Use my own case as example. My family suffered financial hardship due to some
misfortune when I was 15. I really wanted to work to help my mother. There
were rarely part-time jobs in my hometown in China, then. I could quit my
study and try to find a full-time job, which I gave serious thoughts. I knew
several people who joined workforce around that age, either due to family
financial situation like mine, or they thought they had no future in school
(it was already very competitive then) and it was better to work early and
accumulate working experience. In this sense, they were "child" labors. But
they chose to. They were not mistreated because they were under aged. In my
view, they made rational decisions to join the workforce.

One of them, a classmate's brother, returned to school after working for 3
years, when their family financial turned around.

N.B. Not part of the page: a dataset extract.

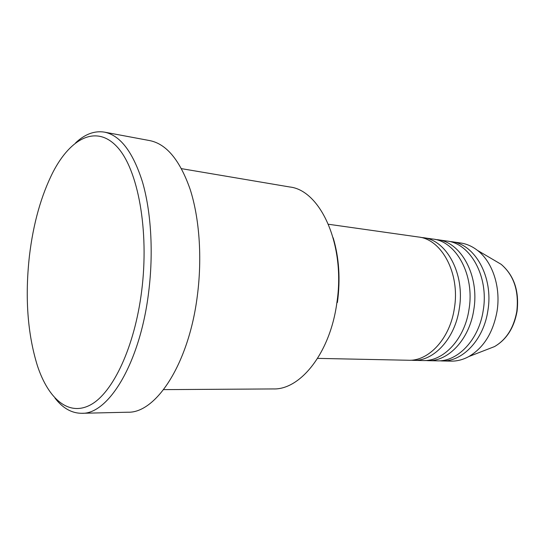 <?xml version="1.0" encoding="UTF-8"?>
<svg xmlns="http://www.w3.org/2000/svg" width="545" height="545" viewBox="0 0 545 545"><rect width="100%" height="100%" fill="white"/><g stroke="black" fill="none" stroke-linecap="round" stroke-linejoin="round"><path stroke-width="0.82" d="M317.592 358.378L408.389 360.252C428.786 361.335 450.122 338.431 454.401 308.109C460.239 273.467 441.682 239.207 418.362 236.993L328.444 224.254M410.848 360.211L413.301 360.354C433.725 361.437 455.061 338.649 459.326 308.477C465.151 274.012 446.573 239.909 423.227 237.681L420.781 237.436M413.301 360.354L422.981 360.558C443.446 361.628 464.796 339.072 469.034 309.199C474.838 275.082 456.206 241.285 432.812 239.037L423.227 237.681M425.366 360.518L427.75 360.654C448.242 361.723 469.586 339.276 473.816 309.553C479.607 275.613 460.954 241.966 437.533 239.711L435.155 239.466M427.75 360.654L437.158 360.851C457.691 361.907 479.035 339.685 483.245 310.262C489.008 276.649 470.315 243.302 446.852 241.026L437.533 239.711M439.481 360.817L441.797 360.947C462.344 362.003 483.694 339.889 487.884 310.609C493.641 277.167 474.927 243.962 451.444 241.68L449.135 241.435M163.616 389.627L273.317 388.939C300.411 389.961 330.175 352.887 336.851 302.891C345.789 245.441 320.698 190.185 289.654 186.969L181.492 168.657M29.41 256.068C24.845 297.298 27.529 333.901 37.455 365.886C48.457 399.069 68.834 416.905 90.967 404.628C112.999 392.448 134.601 347.076 141.645 291.2C149.425 230.235 137.892 169.175 117.195 146.952C96.472 124.417 70.727 138.042 53.158 171.811C41.202 195.369 33.286 223.457 29.41 256.068M75.646 142.817C84.959 134.104 94.571 130.548 104.477 132.135C120.247 135.337 132.905 151.919 142.449 181.88C151.122 211.562 153.622 252.73 148.642 292.263C140.099 363.106 108.387 414.541 81.73 413.294C71.702 413.274 62.791 408.212 54.997 398.123M81.73 413.294L127.864 412.218C156.034 413.328 188.904 363.747 197.358 295.635C202.297 257.615 199.402 217.959 190.11 189.224C179.898 160.189 166.477 143.989 149.834 140.617L104.477 132.135M441.797 360.947L450.947 361.137C457.023 361.253 462.991 359.727 468.836 356.553C483.674 347.799 493.075 332.709 497.04 311.29C501.005 287.195 492.496 261.77 477.427 250.359C472.168 246.292 466.527 243.826 460.511 242.961L451.444 241.68M333.179 237.824C339.113 257.744 340.523 279.292 337.416 302.468M486.93 349.536L494.513 346.593C506.291 339.692 513.71 328.001 516.776 311.529C519.113 291.05 513.908 275.314 501.168 264.325L494.158 260.197M477.427 250.359L501.168 264.325C514.119 275.443 519.405 291.173 517.042 311.508C514.01 327.906 506.503 339.603 494.513 346.593L468.836 356.553"/></g></svg>
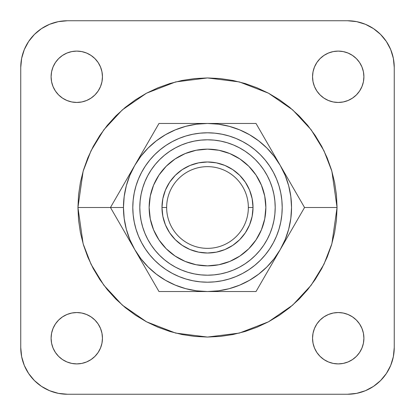 <?xml version="1.0" encoding="UTF-8"?>
<svg xmlns="http://www.w3.org/2000/svg" width="415" height="415" viewBox="0 0 415 415"><rect width="100%" height="100%" fill="white"/><g stroke="black" fill="none" stroke-linecap="round" stroke-linejoin="round"><path stroke-width="0.62" d="M224.92 165.445L216.381 162.856L224.92 165.445L232.789 169.652L239.688 175.312L245.348 182.211L249.555 190.08L252.144 198.619L253.02 207.5L248.352 207.5A40.852 40.852 0 0 0 207.5 166.648A40.852 40.852 0 0 0 166.648 207.5A40.852 40.852 0 0 0 207.5 248.352A40.852 40.852 0 0 0 248.352 207.5L253.02 207.5A45.52 45.52 0 0 1 207.5 253.02A45.52 45.52 0 0 1 161.98 207.5L166.648 207.5A40.852 40.852 0 0 1 207.5 166.648A40.852 40.852 0 0 1 248.352 207.5A40.852 40.852 0 0 1 207.5 248.352A40.852 40.852 0 0 1 166.648 207.5L161.98 207.5L162.856 198.619L165.445 190.08L162.856 198.619M147.802 175.576A67.697 67.697 0 0 0 139.803 207.5A67.697 67.697 0 0 1 207.5 139.803A67.697 67.697 0 0 1 275.197 207.5A67.697 67.697 0 0 0 267.198 175.576M263.816 169.927A67.697 67.697 0 0 0 245.073 151.185M239.424 147.802A67.697 67.697 0 0 0 175.576 147.802M169.927 151.185A67.697 67.697 0 0 0 151.185 169.927M132.8 207.547A74.7 74.7 0 0 0 134.227 222.035M134.242 222.113A74.7 74.7 0 0 0 136.006 229.158M136.027 229.21A74.7 74.7 0 0 0 138.48 236.073L136.016 229.184L134.237 222.072L133.158 214.82L132.8 207.5L133.158 200.18L134.237 192.928L136.016 185.816L138.486 178.912L141.619 172.287L145.39 166L149.758 160.112L154.681 154.681L160.112 149.758L166 145.39L172.287 141.619L178.912 138.486L185.816 136.016L192.928 134.237L200.18 133.158L207.5 132.8L214.82 133.158L222.072 134.237L229.184 136.016L236.088 138.486L242.713 141.619L249 145.39L254.888 149.758L260.319 154.681L265.242 160.112L269.61 166L273.381 172.287L276.514 178.912L278.984 185.816L280.763 192.928L281.842 200.18L282.2 207.5A74.7 74.7 0 0 1 207.5 282.2A74.7 74.7 0 0 1 132.8 207.5A74.7 74.7 0 0 1 207.5 132.8A74.7 74.7 0 0 1 282.2 207.5L281.842 214.82L280.763 222.072L278.984 229.184L276.514 236.088A74.7 74.7 0 0 0 278.973 229.21M138.491 236.099A74.7 74.7 0 0 0 178.901 276.509M229.21 278.973A74.7 74.7 0 0 0 236.073 276.52L229.184 278.984L222.072 280.763L214.82 281.842L207.5 282.2L200.18 281.842L192.928 280.763L185.816 278.984L178.912 276.514A74.7 74.7 0 0 0 185.79 278.973M185.842 278.994A74.7 74.7 0 0 0 192.887 280.758M192.965 280.773A74.7 74.7 0 0 0 207.453 282.2M207.547 282.2A74.7 74.7 0 0 0 222.035 280.773M222.113 280.758A74.7 74.7 0 0 0 229.158 278.994M236.099 276.509A74.7 74.7 0 0 0 276.509 236.099M278.994 229.158A74.7 74.7 0 0 0 280.758 222.113M280.773 222.035A74.7 74.7 0 0 0 282.2 207.547M265.859 207.5A58.359 58.359 0 0 1 207.5 265.859A58.359 58.359 0 0 1 149.141 207.5L150.261 196.113L153.581 185.168L158.976 175.078L166.233 166.233L175.078 158.976L185.168 153.581L196.113 150.261L207.5 149.141L218.887 150.261L229.832 153.581L239.922 158.976L248.767 166.233L256.024 175.078L261.419 185.168L264.739 196.113L265.859 207.5L264.739 218.887L261.419 229.832L256.024 239.922L248.767 248.767L239.922 256.024L229.832 261.419L218.887 264.739L207.5 265.859L196.113 264.739L185.168 261.419L175.078 256.024L166.233 248.767L158.976 239.922L153.581 229.832L150.261 218.887L149.141 207.5A58.359 58.359 0 0 1 207.5 149.141A58.359 58.359 0 0 1 265.859 207.5M140.851 156.315L134.719 165.481L129.859 175.343L126.326 185.749L124.184 196.528L123.463 207.5L124.184 218.472L126.326 229.251L129.859 239.657L134.719 249.519L128.557 238.843L134.719 249.519A84.038 84.038 0 0 1 123.463 207.5L110.463 207.5L128.551 238.827L116.439 217.849M126.43 179.845L128.536 176.199M119.318 192.166L122.451 186.734M229.293 126.336L218.472 124.184L207.5 123.463L158.981 123.463L170.939 123.463L158.981 123.463L110.463 207.5L123.463 207.5A84.038 84.038 0 0 1 134.719 165.481L110.463 207.5L77.942 207.5L83.125 243.776L91.046 264.272L103.854 285.235L122.311 305.113L146.531 321.817L175.607 333.074L207.5 337.058L239.393 333.074L268.469 321.817L292.689 305.113L311.146 285.235L323.954 264.272L331.876 243.776L337.058 207.5L304.537 207.5L337.058 207.5L331.876 171.224L323.954 150.728L311.146 129.765L292.689 109.887L268.469 93.183L239.393 81.926L207.5 77.942L175.607 81.926L146.531 93.183L122.311 109.887L103.854 129.765L91.046 150.728L83.125 171.224L77.942 207.5L110.463 207.5L116.428 197.167M102.453 338.225A25.678 25.678 0 0 1 76.775 363.903A25.678 25.678 0 0 1 51.097 338.225L51.59 333.214L51.097 338.225L51.59 343.236L51.097 338.225A25.678 25.678 0 0 1 76.775 312.547A25.678 25.678 0 0 1 102.453 338.225L101.96 343.236L102.453 338.225L101.96 333.214L102.453 338.225M102.453 76.775A25.678 25.678 0 0 1 76.775 102.453A25.678 25.678 0 0 1 51.097 76.775L51.59 71.764L51.097 76.775L51.59 81.786L51.097 76.775A25.678 25.678 0 0 1 76.775 51.097A25.678 25.678 0 0 1 102.453 76.775L101.96 81.786L102.453 76.775L101.96 71.764L102.453 76.775M363.903 76.775A25.678 25.678 0 0 1 338.225 102.453A25.678 25.678 0 0 1 312.547 76.775L313.04 71.764L312.547 76.775L313.04 81.786L312.547 76.775A25.678 25.678 0 0 1 338.225 51.097A25.678 25.678 0 0 1 363.903 76.775L363.41 81.786L363.903 76.775L363.41 71.764L363.903 76.775M363.903 338.225A25.678 25.678 0 0 1 338.225 363.903A25.678 25.678 0 0 1 312.547 338.225L313.04 333.214L312.547 338.225L313.04 343.236L312.547 338.225A25.678 25.678 0 0 1 338.225 312.547A25.678 25.678 0 0 1 363.903 338.225L363.41 343.236L363.903 338.225L363.41 333.214L363.903 338.225M267.198 239.424A67.697 67.697 0 0 0 275.197 207.5L274.87 200.865L273.895 194.293L272.281 187.85L270.046 181.594L267.203 175.587L263.79 169.891L259.832 164.553L255.37 159.63L250.447 155.169L245.109 151.21L239.413 147.797L233.406 144.954L227.15 142.719L220.707 141.105L214.135 140.13L207.5 139.803L200.865 140.13L194.293 141.105L187.85 142.719L181.594 144.954L175.587 147.797L169.891 151.21L164.553 155.169L159.63 159.63L155.169 164.553L151.21 169.891L147.797 175.587L144.954 181.594L142.719 187.85L141.105 194.293L140.13 200.865L139.803 207.5L140.13 214.135L141.105 220.707L142.719 227.15L144.954 233.406L147.797 239.413L151.21 245.109L155.169 250.447L159.63 255.37L164.553 259.832L169.891 263.79L175.587 267.203L181.594 270.046L187.85 272.281L194.293 273.895L200.865 274.87L207.5 275.197L214.135 274.87L220.707 273.895L227.15 272.281L233.406 270.046L239.413 267.203L245.109 263.79L250.447 259.832L255.37 255.37L259.832 250.447L263.79 245.109L267.203 239.413L270.046 233.406L272.281 227.15L273.895 220.707L274.87 214.135L275.197 207.5A67.697 67.697 0 0 1 207.5 275.197A67.697 67.697 0 0 1 139.803 207.5A67.697 67.697 0 0 0 147.802 239.424M24.303 49.572L21.647 58.328L24.303 49.572L28.619 41.5L34.424 34.424L41.5 28.619L49.572 24.303L58.328 21.647L67.438 20.75L347.563 20.75L356.672 21.647L365.428 24.303L356.672 21.647M49.572 390.697L58.328 393.353L49.572 390.697L41.5 386.381L34.424 380.576L28.619 373.5L24.303 365.428L21.647 356.672L20.75 347.563L20.75 67.438L21.647 58.328M390.697 365.428L393.353 356.672L390.697 365.428L386.381 373.5L380.576 380.576L373.5 386.381L365.428 390.697L356.672 393.353L347.563 394.25L67.438 394.25L58.328 393.353M100.497 348.05L98.127 352.491L94.931 356.381L91.041 359.577L86.6 361.947L81.786 363.41L76.775 363.903L71.764 363.41L76.775 363.903L81.786 363.41L86.6 361.947L91.041 359.577L94.931 356.381L98.127 352.491L100.497 348.05L101.96 343.236M66.95 361.947L62.509 359.577L58.619 356.381L55.423 352.491L53.053 348.05L51.59 343.236L53.053 348.05L55.423 352.491L58.619 356.381L62.509 359.577L66.95 361.947L71.764 363.41M53.053 328.4L55.423 323.959L58.619 320.069L62.509 316.873L66.95 314.503L71.764 313.04L76.775 312.547L81.786 313.04L76.775 312.547L71.764 313.04L66.95 314.503L62.509 316.873L58.619 320.069L55.423 323.959L53.053 328.4L51.59 333.214M86.6 314.503L91.041 316.873L94.931 320.069L98.127 323.959L100.497 328.4L101.96 333.214L100.497 328.4L98.127 323.959L94.931 320.069L91.041 316.873L86.6 314.503L81.786 313.04M100.497 86.6L98.127 91.041L94.931 94.931L91.041 98.127L86.6 100.497L81.786 101.96L76.775 102.453L71.764 101.96L76.775 102.453L81.786 101.96L86.6 100.497L91.041 98.127L94.931 94.931L98.127 91.041L100.497 86.6L101.96 81.786M66.95 100.497L62.509 98.127L58.619 94.931L55.423 91.041L53.053 86.6L51.59 81.786L53.053 86.6L55.423 91.041L58.619 94.931L62.509 98.127L66.95 100.497L71.764 101.96M53.053 66.95L55.423 62.509L58.619 58.619L62.509 55.423L66.95 53.053L71.764 51.59L76.775 51.097L81.786 51.59L76.775 51.097L71.764 51.59L66.95 53.053L62.509 55.423L58.619 58.619L55.423 62.509L53.053 66.95L51.59 71.764M86.6 53.053L91.041 55.423L94.931 58.619L98.127 62.509L100.497 66.95L101.96 71.764L100.497 66.95L98.127 62.509L94.931 58.619L91.041 55.423L86.6 53.053L81.786 51.59M361.947 86.6L359.577 91.041L356.381 94.931L352.491 98.127L348.05 100.497L343.236 101.96L338.225 102.453L333.214 101.96L338.225 102.453L343.236 101.96L348.05 100.497L352.491 98.127L356.381 94.931L359.577 91.041L361.947 86.6L363.41 81.786M328.4 100.497L323.959 98.127L320.069 94.931L316.873 91.041L314.503 86.6L313.04 81.786L314.503 86.6L316.873 91.041L320.069 94.931L323.959 98.127L328.4 100.497L333.214 101.96M314.503 66.95L316.873 62.509L320.069 58.619L323.959 55.423L328.4 53.053L333.214 51.59L338.225 51.097L343.236 51.59L338.225 51.097L333.214 51.59L328.4 53.053L323.959 55.423L320.069 58.619L316.873 62.509L314.503 66.95L313.04 71.764M348.05 53.053L352.491 55.423L356.381 58.619L359.577 62.509L361.947 66.95L363.41 71.764L361.947 66.95L359.577 62.509L356.381 58.619L352.491 55.423L348.05 53.053L343.236 51.59M361.947 348.05L359.577 352.491L356.381 356.381L352.491 359.577L348.05 361.947L343.236 363.41L338.225 363.903L333.214 363.41L338.225 363.903L343.236 363.41L348.05 361.947L352.491 359.577L356.381 356.381L359.577 352.491L361.947 348.05L363.41 343.236M328.4 361.947L323.959 359.577L320.069 356.381L316.873 352.491L314.503 348.05L313.04 343.236L314.503 348.05L316.873 352.491L320.069 356.381L323.959 359.577L328.4 361.947L333.214 363.41M314.503 328.4L316.873 323.959L320.069 320.069L323.959 316.873L328.4 314.503L333.214 313.04L338.225 312.547L343.236 313.04L338.225 312.547L333.214 313.04L328.4 314.503L323.959 316.873L320.069 320.069L316.873 323.959L314.503 328.4L313.04 333.214M348.05 314.503L352.491 316.873L356.381 320.069L359.577 323.959L361.947 328.4L363.41 333.214L361.947 328.4L359.577 323.959L356.381 320.069L352.491 316.873L348.05 314.503L343.236 313.04M258.685 140.851L249.519 134.719L239.657 129.859L229.251 126.326M196.565 124.178L185.749 126.326L175.343 129.859L165.481 134.719L156.341 140.83L148.077 148.077L140.83 156.341M156.315 274.149L165.481 280.281L175.343 285.141L185.749 288.674L196.565 290.822M218.435 290.822L229.251 288.674L239.657 285.141L249.519 280.281L258.659 274.17L266.923 266.923L274.17 258.659L280.281 249.519L261.995 281.188M288.664 229.293L290.822 218.435M290.822 196.565L288.674 185.749L285.141 175.343L280.281 165.481L298.561 197.151M365.428 24.303L373.5 28.619L380.576 34.424L386.381 41.5L390.697 49.572L393.353 58.328L394.25 67.438L394.25 347.563L393.353 356.672M77.942 207.5L78.565 220.199L80.432 232.774L83.519 245.109L87.804 257.082L93.24 268.572L99.776 279.477L107.35 289.691L115.889 299.111L125.309 307.65L135.523 315.224L146.428 321.76L157.918 327.196L169.891 331.481L182.226 334.568L194.801 336.435L207.5 337.058L220.199 336.435L232.774 334.568L245.109 331.481L257.082 327.196L268.572 321.76L279.477 315.224L289.691 307.65L299.111 299.111L307.65 289.691L315.224 279.477L321.76 268.572L327.196 257.082L331.481 245.109L334.568 232.774L336.435 220.199L337.058 207.5L336.435 194.801L334.568 182.226L331.481 169.891L327.196 157.918L321.76 146.428L315.224 135.523L307.65 125.309L299.111 115.889L289.691 107.35L279.477 99.776L268.572 93.24L257.082 87.804L245.109 83.519L232.774 80.432L220.199 78.565L207.5 77.942L194.801 78.565L182.226 80.432L169.891 83.519L157.918 87.804L146.428 93.24L135.523 99.776L125.309 107.35L115.889 115.889L107.35 125.309L99.776 135.523L93.24 146.428L87.804 157.918L83.519 169.891L80.432 182.226L78.565 194.801L77.942 207.5M394.25 67.438L394.25 347.563A46.688 46.688 0 0 1 347.563 394.25L67.438 394.25A46.688 46.688 0 0 1 20.75 347.563L20.75 67.438A46.688 46.688 0 0 1 67.438 20.75L347.563 20.75A46.688 46.688 0 0 1 394.25 67.438M190.08 249.555L198.619 252.144L190.08 249.555L182.211 245.348L175.312 239.688L169.652 232.789L165.445 224.92L162.856 216.381L161.98 207.5A45.52 45.52 0 0 1 207.5 161.98A45.52 45.52 0 0 1 253.02 207.5L252.144 216.381L249.555 224.92L252.144 216.381M288.57 235.155L286.464 238.801M295.682 222.834L292.549 228.266M302.146 211.64L298.572 217.834M271.986 151.117L274.092 154.764M264.874 138.797L268.007 144.228M134.719 165.481A84.038 84.038 0 0 1 280.281 165.481A84.038 84.038 0 0 1 280.281 249.519L304.537 207.5L274.118 154.805L256.019 123.463L207.5 123.463L256.019 123.463L261.984 133.796M158.981 123.463L153.005 133.812M143.014 263.883L140.908 260.236M150.126 276.203L146.993 270.772M196.528 290.816L207.5 291.538L232.12 291.538L207.5 291.538A84.038 84.038 0 0 1 134.719 249.519L153.016 281.204M110.463 207.5L158.981 291.538L207.5 291.538L195.242 291.538L207.5 291.538L218.472 290.816M256.138 291.33L280.281 249.519L285.141 239.657L288.674 229.251M290.816 218.472L291.538 207.5L290.816 196.528M280.281 249.519A84.038 84.038 0 0 1 207.5 291.538L256.019 291.538L304.537 207.5L280.281 165.481L274.17 156.341L266.923 148.077L258.659 140.83L249.519 134.719M280.281 165.481L256.019 123.463L207.5 123.463L196.528 124.184M134.719 249.519L140.83 258.659L148.077 266.923L156.341 274.17L165.481 280.281M276.514 236.088L273.381 242.713L269.61 249L265.242 254.888L260.319 260.319L254.888 265.242L249 269.61L242.713 273.381L236.088 276.514M178.912 276.514L172.287 273.381L166 269.61L160.112 265.242L154.681 260.319L149.758 254.888L145.39 249L141.619 242.713L138.486 236.088M158.981 291.538L170.939 291.538M232.12 291.538L256.019 291.538M195.242 123.463L170.939 123.463M239.922 158.976L229.832 153.581M158.976 175.078L153.581 185.168M175.078 256.024L185.168 261.419M256.024 239.922L261.419 229.832M249.555 224.92L245.348 232.789L239.688 239.688L232.789 245.348L224.92 249.555L216.381 252.144L207.5 253.02L198.619 252.144M165.445 190.08L169.652 182.211L175.312 175.312L182.211 169.652L190.08 165.445L198.619 162.856L207.5 161.98L216.381 162.856M282.2 207.453A74.7 74.7 0 0 0 280.773 192.965M280.758 192.887A74.7 74.7 0 0 0 278.994 185.842M278.973 185.79A74.7 74.7 0 0 0 276.52 178.927M276.509 178.901A74.7 74.7 0 0 0 236.099 138.491M236.073 138.48A74.7 74.7 0 0 0 229.21 136.027M229.158 136.006A74.7 74.7 0 0 0 222.113 134.242M222.035 134.227A74.7 74.7 0 0 0 207.547 132.8M207.453 132.8A74.7 74.7 0 0 0 192.965 134.227M192.887 134.242A74.7 74.7 0 0 0 185.842 136.006M185.79 136.027A74.7 74.7 0 0 0 178.927 138.48M178.901 138.491A74.7 74.7 0 0 0 138.491 178.901M138.48 178.927A74.7 74.7 0 0 0 136.027 185.79M136.006 185.842A74.7 74.7 0 0 0 134.242 192.887M134.227 192.965A74.7 74.7 0 0 0 132.8 207.453M214.82 133.158L207.5 132.8M133.158 200.18L132.8 207.5M200.18 281.842L207.5 282.2M281.842 214.82L282.2 207.5M151.21 169.891L155.169 164.553M159.63 159.63L164.553 155.169M245.109 151.21L250.447 155.169M255.37 159.63L259.832 164.553M263.79 245.109L259.832 250.447M255.37 255.37L250.447 259.832M169.891 263.79L164.553 259.832M159.63 255.37L155.169 250.447M151.185 245.073A67.697 67.697 0 0 0 169.927 263.816M175.576 267.198A67.697 67.697 0 0 0 239.424 267.198M245.073 263.816A67.697 67.697 0 0 0 263.816 245.073"/></g></svg>

Fortunately, our family decided to open a small business. I tried to get as
much time as I could to work there to help, while study hard so that I could
go to the best colleges. For two years, I didn't have much time to hang out
with friends. So I was a part-time "child" labor. But it was my decision.
Nobody forced me. I don't regret it a bit.

Let's face the reality. There are many kids who are just not interested in
school and are not good at it. There are two options. They can either hang
around and be cool, which is a good situation, considering kids of that age
tend to get into troubles if their minds are not occupied. Or they can get a
job, learn something from the job, develop good work ethics, etc. What do you
think is the better option?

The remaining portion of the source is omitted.